We are constantly surrounded by digital suggestions: every time we access a streaming platform or visit a e-commercesome algorithm based onartificial intelligence is working for us to curate the selection of content we find in front of us, be it digital content, products to purchase, and so on. This system, technically defined recommendation engineis based on the analysis of big data and on complex algorithms machine learning designed to interpret our past behaviors and anticipate our future desires. The purpose of these technologies is twofold: on the one hand they help us users to orient ourselves in endless catalogues, allowing us to discover films, songs or products that we would struggle to find on our own, and on the other they are essential for companies to keep our involvement high and stimulate sales. It is no coincidence that the market for these systems is almost worth it today 7 billion dollarswith this figure expected to triple within the next few years.

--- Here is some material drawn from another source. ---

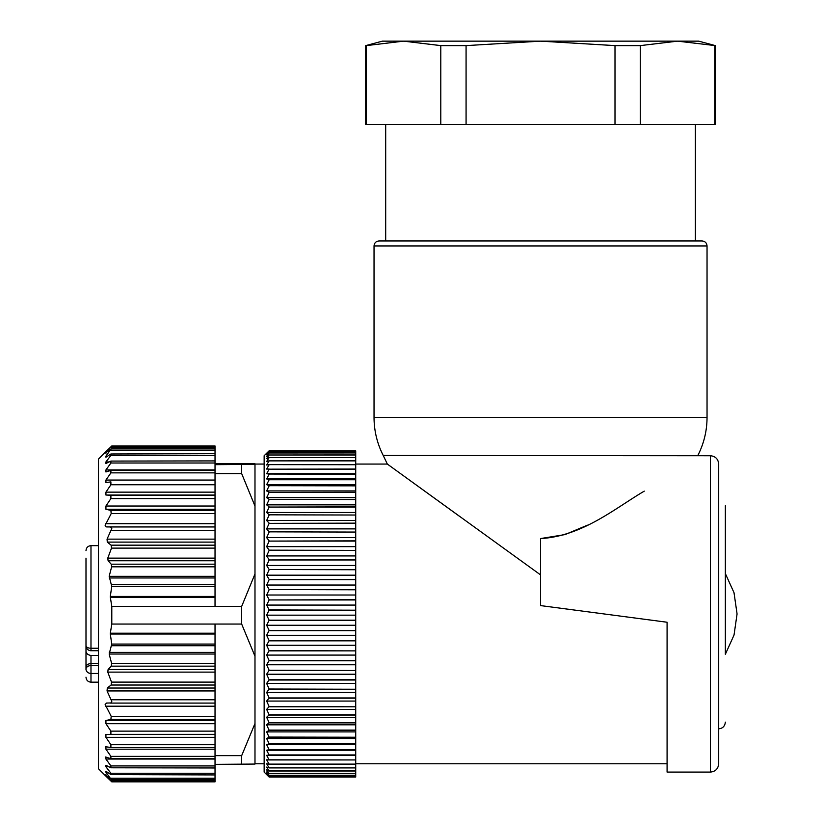 <?xml version="1.0" encoding="UTF-8"?>
<svg xmlns="http://www.w3.org/2000/svg" width="823" height="823" viewBox="0 0 823 823"><rect width="100%" height="100%" fill="white"/><g stroke="black" fill="none" stroke-linecap="round" stroke-linejoin="round"><path stroke-width="1.23" d="M587.447 525.177L564.979 534.6L540.536 538.571C582.406 536.267 615.46 508.007 644.018 491.3L644.286 491.125C615.604 507.925 582.581 536.174 540.536 538.571L540.536 605.584L667.083 622.239L540.536 605.584M355.721 464.059L387.335 464.059L383.23 455.469L710.372 455.736C715.424 456.23 718.201 459.008 718.695 464.059L718.695 763.765C718.201 768.826 715.424 771.593 710.372 772.087L710.372 455.736M460.108 516.762L387.335 464.059M540.536 574.876L387.335 464.069L540.536 574.876M269.142 610.193L355.721 610.193L269.142 609.936L266.642 615.172L269.142 620.182L266.642 625.254L269.142 630.408L266.642 635.294L269.142 640.572L266.642 645.253L269.142 650.623L266.642 655.087L269.142 660.54L266.642 664.758L269.142 670.261L266.642 674.232L269.142 679.767L266.642 683.46L269.142 689.016L266.642 692.421L269.142 697.955L266.642 701.062L269.142 706.576L266.642 709.375L269.142 714.827L266.642 717.296L269.142 722.676L266.642 724.816L269.142 730.279L266.642 731.894L269.142 737.233L266.642 738.509L269.142 743.704L266.642 744.64L269.142 749.65L266.642 750.247L269.142 755.072L266.642 755.319L269.142 759.938L266.642 759.824L269.142 764.217L266.642 763.765L269.142 767.91L266.642 767.108L269.142 770.997L266.642 769.844L269.142 773.455L266.642 771.974L269.142 775.287L266.642 773.476L269.142 776.49L266.642 774.34L269.142 777.046L266.642 774.587M355.721 589.782L269.142 589.525L355.721 589.782L355.721 599.957L269.142 599.957L266.642 605.08L269.142 609.936M355.721 599.7L269.142 599.957M355.721 569.742L269.142 569.495L355.721 569.742L355.721 579.69L269.142 579.69L266.642 585.04L269.142 589.525M355.721 579.443L269.142 579.69M355.721 550.402L269.142 550.165L355.721 550.402L355.721 559.969L269.142 559.969L266.642 565.463L269.142 569.495M355.721 559.722L269.142 559.969M355.721 532.07L269.142 531.843L355.721 532.07L355.721 541.092L269.142 541.092L266.642 546.647L269.142 550.165M355.721 540.855L269.142 541.092M355.721 515.023L269.142 514.817L355.721 515.023L355.721 523.366L269.142 523.366L266.642 528.88L269.142 531.843M355.721 523.15L269.142 523.366M355.721 499.53L269.142 499.345L355.721 499.53L355.721 507.071L269.142 507.071L266.642 512.472L269.142 514.817M355.721 506.865L269.142 507.071M355.721 485.848L269.142 485.693L355.721 485.848L355.721 492.452L269.142 492.452L266.642 497.648L269.142 499.345M355.721 492.277L269.142 492.452M355.721 474.192L269.142 474.048L355.721 474.192L355.721 479.758L269.142 479.758L266.642 484.665L269.142 485.693M355.721 479.603L269.142 479.758M355.721 464.728L269.142 464.625L355.721 464.728L355.721 469.172L269.142 469.172L266.642 473.729L269.142 474.048M355.721 469.048L269.142 469.172M355.721 457.619L269.142 457.547L355.721 457.619L355.721 460.87L269.142 460.87L266.642 464.995L269.142 464.625M355.721 460.777L269.142 460.87M355.721 451.601L269.142 451.58L355.721 451.601L355.721 454.985L269.142 454.985L266.642 458.606L269.142 457.547M355.721 454.924L269.142 454.985M269.142 451.601L266.642 454.666L269.142 452.938L355.721 452.938L269.142 452.979L266.642 456.323L269.142 454.924M267.28 775.225L264.142 772.087L264.142 455.736L269.142 450.788L355.721 450.86L269.142 450.87L266.642 453.638L269.142 451.58M355.721 451.58L355.721 450.87L269.142 450.86L266.642 453.247M269.142 776.49L355.721 776.49L355.721 777.046L269.142 777.046M355.721 777.035L269.142 777.035M355.721 776.49L269.142 776.47M269.142 773.455L355.721 773.455L355.721 775.256L269.142 775.287L355.721 775.256L355.721 776.47M355.721 773.455L269.142 773.404M269.142 767.91L355.721 767.91L355.721 770.997L269.142 770.997M355.721 770.925L269.142 770.925M355.721 767.91L269.142 767.818M269.142 759.938L355.721 759.938L355.721 764.217L269.142 764.217M355.721 764.114L269.142 764.114M355.721 759.938L269.142 759.814M269.142 749.65L355.721 749.65L355.721 755.072L269.142 755.072M355.721 754.938L269.142 754.938M355.721 749.65L269.142 749.506M269.142 737.233L355.721 737.233L355.721 743.704L269.142 743.704M355.721 743.539L269.142 743.539M355.721 737.233L269.142 737.069M269.142 722.872L355.721 722.872L355.721 730.279L269.142 730.279M355.721 730.104L269.142 730.104M355.721 722.872L269.142 722.676M269.142 706.792L355.721 706.792L355.721 715.033L269.142 715.033M355.721 714.827L269.142 714.827M355.721 706.792L269.142 706.576M269.142 689.242L355.721 689.242L355.721 698.182L269.142 698.182M355.721 697.955L269.142 697.955M355.721 689.242L269.142 689.016M269.142 670.508L355.721 670.508L355.721 680.004L269.142 680.004M355.721 679.767L269.142 679.767M355.721 670.508L269.142 670.261M269.142 650.88L355.721 650.88L355.721 660.787L269.142 660.787M355.721 660.54L269.142 660.54M355.721 650.88L269.142 650.623M269.142 630.665L355.721 630.665L355.721 640.829L269.142 640.829M355.721 640.572L269.142 640.572M355.721 630.665L269.142 630.408M355.721 599.957L355.721 609.936M355.721 610.193L355.721 620.182L269.142 620.182M355.721 630.408L355.721 620.182M355.721 640.829L355.721 650.623M355.721 660.787L355.721 670.261M355.721 680.004L355.721 689.016M355.721 698.182L355.721 706.576M355.721 715.033L355.721 722.676M355.721 730.279L355.721 737.069M355.721 743.704L355.721 749.506M355.721 755.072L355.721 759.814M355.721 764.217L355.721 767.818M355.721 770.997L355.721 773.404M355.721 454.985L355.721 457.547M355.721 460.87L355.721 464.625M355.721 469.172L355.721 474.048M355.721 479.758L355.721 485.693M355.721 492.452L355.721 499.345M355.721 507.071L355.721 514.817M355.721 523.366L355.721 531.843M355.721 541.092L355.721 550.165M355.721 559.969L355.721 569.495M355.721 579.69L355.721 589.525M355.721 620.449L269.142 620.449M269.142 589.782L266.642 595.019L269.142 599.7M269.142 569.742L266.642 575.174L269.142 579.443M269.142 550.402L266.642 555.937L269.142 559.722M269.142 532.07L266.642 537.614L269.142 540.855M269.142 515.023L266.642 520.496L269.142 523.15M269.142 499.53L266.642 504.849L269.142 506.865M269.142 485.848L266.642 490.92L269.142 492.277M269.142 474.192L266.642 478.935L269.142 479.603M269.142 464.728L266.642 469.069L269.142 469.048M269.142 457.619L266.642 461.497L269.142 460.777M355.721 615.172L266.642 615.172M355.721 625.254L266.642 625.254M355.721 635.294L266.642 635.294M355.721 645.253L266.642 645.253M355.721 655.087L266.642 655.087M355.721 664.758L266.642 664.758M355.721 674.232L266.642 674.232M355.721 683.46L266.642 683.46M355.721 692.421L266.642 692.421M355.721 701.062L266.642 701.062M355.721 709.375L266.642 709.375M355.721 717.296L266.642 717.296M355.721 724.816L266.642 724.816M355.721 731.894L266.642 731.894M355.721 738.509L266.642 738.509M355.721 744.64L266.642 744.64M355.721 750.247L266.642 750.247M355.721 755.319L266.642 755.319M355.721 473.729L266.642 473.729M355.721 478.935L266.642 478.935M355.721 484.665L266.642 484.665M355.721 490.92L266.642 490.92M355.721 497.648L266.642 497.648M355.721 504.849L266.642 504.849M355.721 512.472L266.642 512.472M355.721 520.496L266.642 520.496M355.721 528.88L266.642 528.88M355.721 537.614L266.642 537.614M355.721 546.647L266.642 546.647M355.721 555.937L266.642 555.937M355.721 565.463L266.642 565.463M355.721 575.174L266.642 575.174M355.721 585.04L266.642 585.04M355.721 595.019L266.642 595.019M355.721 605.08L266.642 605.08M667.083 622.239L667.083 772.087L710.372 772.087M707.039 245.943L374.033 245.943C374.331 242.908 375.998 241.252 379.033 240.954L702.04 240.954C705.074 241.252 706.741 242.908 707.039 245.943L707.039 417.446C706.998 430.851 703.932 443.525 697.853 455.469M737.007 614.37L734.034 635.037L725.351 654.275L725.351 505.692L725.351 573.559L734.013 592.694L737.007 613.464M98.482 673.451L90.983 673.451A5 4.352 180 0 1 85.993 669.089L85.993 651.003C86.117 653.441 87.773 654.933 90.983 655.468L98.482 655.468M85.993 558.138L85.993 645.736A5 2.51 0 0 0 90.983 648.246L98.482 648.246M90.983 655.468L90.983 665.591A5 3.508 180 0 0 85.993 669.089L85.993 669.685M85.993 651.003L85.993 640.726M85.993 634.43L85.993 628.628M110.323 597.2L110.313 596.418L215.029 596.418L215.029 597.2L110.323 597.2L111.794 606.397L111.794 624.06L215.029 624.06L215.029 719.436L110.899 719.436L111.187 716.308L215.029 716.308M215.029 634.008L110.313 634.008L110.323 633.216L215.029 633.216M110.313 634.008L111.743 644.08L109.171 654.028L111.65 663.523L111.198 666.146L108.111 669.5L107.782 672.124L111.517 682.113L111.105 685.034L107.288 688.028L107.052 690.95L111.794 701.443L110.858 702.976L106.62 703.048L105.138 704.447L111.187 716.308M111.794 624.06L110.323 633.216M215.029 703.079L110.251 703.079L215.029 703.079M215.029 461.086L215.029 510.435L110.899 510.435L111.187 513.603L105.138 525.362L106.064 526.843L110.2 526.967L111.794 528.459L107.052 539.147L107.288 542.1L111.105 545.165L111.517 548.118L107.782 558.117L108.111 560.761L111.198 564.177L111.65 566.821L109.171 576.316L111.743 586.346L110.313 596.418M215.029 596.418L215.029 510.435M111.794 606.397L215.029 606.397L215.029 597.2M110.899 510.435L105.93 509.262L105.93 506.022L110.899 498.573L110.899 495.292L105.93 495.024L105.93 492.144L110.899 484.757L110.899 481.897L105.93 482.525L105.93 480.056L110.899 472.855L110.899 470.437L105.93 471.96L105.93 469.933L110.899 463.01L110.899 461.086L105.93 463.483L105.93 461.929L110.899 455.386L110.899 453.987L105.93 457.218L105.93 456.158L110.899 449.235L105.93 452.701L111.794 446.138L105.138 452.413M215.029 470.365L110.899 470.437M110.899 447.208L215.029 447.208L215.029 460.911L110.899 461.086M215.029 453.658L110.899 453.987M215.029 450.099L110.899 450.099L110.899 449.235M105.93 453.257L105.93 452.701M105.93 776.212L111.794 781.85L105.93 775.4L110.899 779.031L105.93 772.252L105.93 771.254L110.899 774.587L110.899 773.25L105.93 766.769L105.93 765.277L110.899 767.787L110.899 765.925L105.93 759.043L105.93 757.078L110.899 758.713L110.899 756.368L105.93 749.187L105.93 746.78L111.115 747.541L215.029 747.541L215.029 719.436M110.899 747.521L110.899 744.712L105.93 737.346L105.93 734.517L110.899 734.363L110.899 731.133L105.93 723.684L105.93 720.495L110.899 719.436M215.029 755.648L215.029 764.361L254.986 764.063L254.986 723.489L241.674 755.648L215.029 755.648L215.029 747.541L111.3 747.521M110.899 758.713L215.029 758.796M215.029 767.787L215.029 764.361M110.899 767.787L215.029 767.972L215.029 781.85L111.794 781.85M110.899 774.587L215.029 774.937M215.029 779.587L111.753 779.587L110.899 778.239L215.029 778.239M105.395 507.03L105.93 507.338M105.395 493.131L105.93 493.306M105.395 480.992L105.93 481.054M105.395 470.818L105.93 470.746M215.029 447.208L215.029 445.973L111.794 445.973L105.93 451.611M105.395 720.794L105.93 721.802M105.395 734.702L105.93 735.68M105.395 746.831L105.93 747.768M105.395 757.006L105.93 757.89M105.93 774.577L105.93 775.122M215.029 624.06L241.674 624.06L254.986 656.219L254.986 723.489M215.029 473.616L241.674 473.616L254.986 506.073L254.986 573.94L241.674 606.397L215.029 606.397M215.029 463.472L254.986 463.761L254.986 464.367L215.029 464.666M105.395 775.678L98.482 768.764L98.482 459.069L105.395 452.156M241.674 473.616L241.674 464.666M254.986 464.367L254.986 506.073M241.674 624.06L241.674 606.397M254.986 573.94L254.986 656.219M241.674 764.361L241.674 755.648M385.689 240.954L385.689 124.396M365.71 45.615L382.366 41.15L698.717 41.15L715.362 45.615L677.524 41.15L640.294 45.615L640.294 124.396L365.71 124.396L365.71 45.615L366.328 45.615L366.328 124.396M715.362 45.615L715.362 124.396L714.755 124.396L714.755 45.615M714.755 124.396L640.294 124.396M640.294 45.615L614.997 45.615L614.997 124.396M466.075 124.396L466.075 45.615L440.789 45.615L440.789 124.396M440.789 45.615L403.558 41.15L366.328 45.615M614.997 45.615L540.536 41.15L466.075 45.615M707.039 417.446L374.033 417.446C374.084 430.851 377.15 443.525 383.23 455.469M85.993 667.124A5 3.508 180 0 1 90.983 663.616L98.482 663.616M98.482 665.591L90.983 665.591L90.983 682.174L98.482 682.174M98.482 545.649L90.983 545.649L90.983 650.726L98.482 650.726M215.029 706.206L105.632 706.206M215.029 699.776L111.331 699.776M215.029 690.95L107.052 690.95M215.029 688.028L107.288 688.028M215.029 685.034L111.105 685.034M215.029 682.113L111.517 682.113M215.029 672.124L107.782 672.124M215.029 669.5L108.111 669.5M215.029 666.146L111.198 666.146M215.029 663.523L111.65 663.523M215.029 654.028L109.171 654.028M215.029 652.382L109.222 652.382M215.029 645.726L111.609 645.726M215.029 644.08L111.743 644.08M215.029 523.716L105.632 523.716M111.187 513.603L215.029 513.603M215.029 526.926L106.64 526.926M215.029 526.967L110.2 526.967M215.029 539.147L107.052 539.147M215.029 530.321L111.331 530.321M215.029 542.1L107.288 542.1M215.029 545.165L111.105 545.165M215.029 558.117L107.782 558.117M215.029 548.118L111.517 548.118M215.029 560.761L108.111 560.761M215.029 564.177L111.198 564.177M215.029 576.316L109.171 576.316M215.029 566.821L111.65 566.821M215.029 577.972L109.222 577.972M215.029 584.68L111.609 584.68M215.029 586.346L111.743 586.346M215.029 509.262L105.93 509.262M215.029 506.022L105.93 506.022M110.899 498.573L215.029 498.573M215.029 495.292L110.899 495.292M215.029 495.024L105.93 495.024M215.029 492.144L105.93 492.144M110.899 484.757L215.029 484.757M215.029 480.056L105.93 480.056M110.899 472.855L215.029 472.855M215.029 469.933L105.93 469.933M110.899 463.01L215.029 463.01M109.14 461.929L105.93 461.929M110.899 455.386L215.029 455.386M107.546 456.158L105.93 456.158M215.029 720.495L105.93 720.495M215.029 723.684L105.93 723.684M110.899 731.133L215.029 731.133M215.029 734.363L110.899 734.363M215.029 734.517L105.93 734.517M215.029 737.346L105.93 737.346M110.899 744.712L215.029 744.712M215.029 749.187L105.93 749.187M110.899 756.368L215.029 756.368M215.029 759.043L105.93 759.043M110.899 765.925L215.029 765.925M108.873 766.769L105.93 766.769M110.899 773.25L215.029 773.25M107.402 772.252L105.93 772.252M110.899 780.811L215.029 780.811M355.721 763.765L667.083 763.765M374.033 245.943L374.033 417.446M718.695 728.797C722.666 728.478 724.888 726.256 725.351 722.141M85.993 645.736A5 5 0 0 0 90.983 650.726M90.983 682.174C87.948 681.886 86.281 680.22 85.993 677.185M90.983 545.649C87.948 545.947 86.281 547.614 85.993 550.638M111.743 448.71L215.029 448.71M111.794 446.138L215.029 446.138M254.986 763.765L264.142 763.765M254.986 464.059L264.142 464.059M695.384 240.954L695.384 124.396"/></g></svg>

But How do algorithms decide what to recommend to us? In summary, the process begins with widespread collection of our databoth those provided voluntarily and those deduced from our online activities. This information is stored in huge databases, analyzed to identify recurring patterns and finally filtered through three main methodologies: the collaborative filteringwhich compares us to other similar users; the one based on contentswhich analyzes the intrinsic characteristics of what we have already appreciated; hey hybrid systems. While these algorithms dramatically improve our user experience, they bring with them significant challenges, from the need to protect our privacy and comply with regulations, to the risk of encountering biases learned from the data itself, to the technical complexity of providing us with suggestions in real time. Let’s delve deeper into the topic taking into account that recommendation systems can have different specificities and modus operandi dissimilar to each other.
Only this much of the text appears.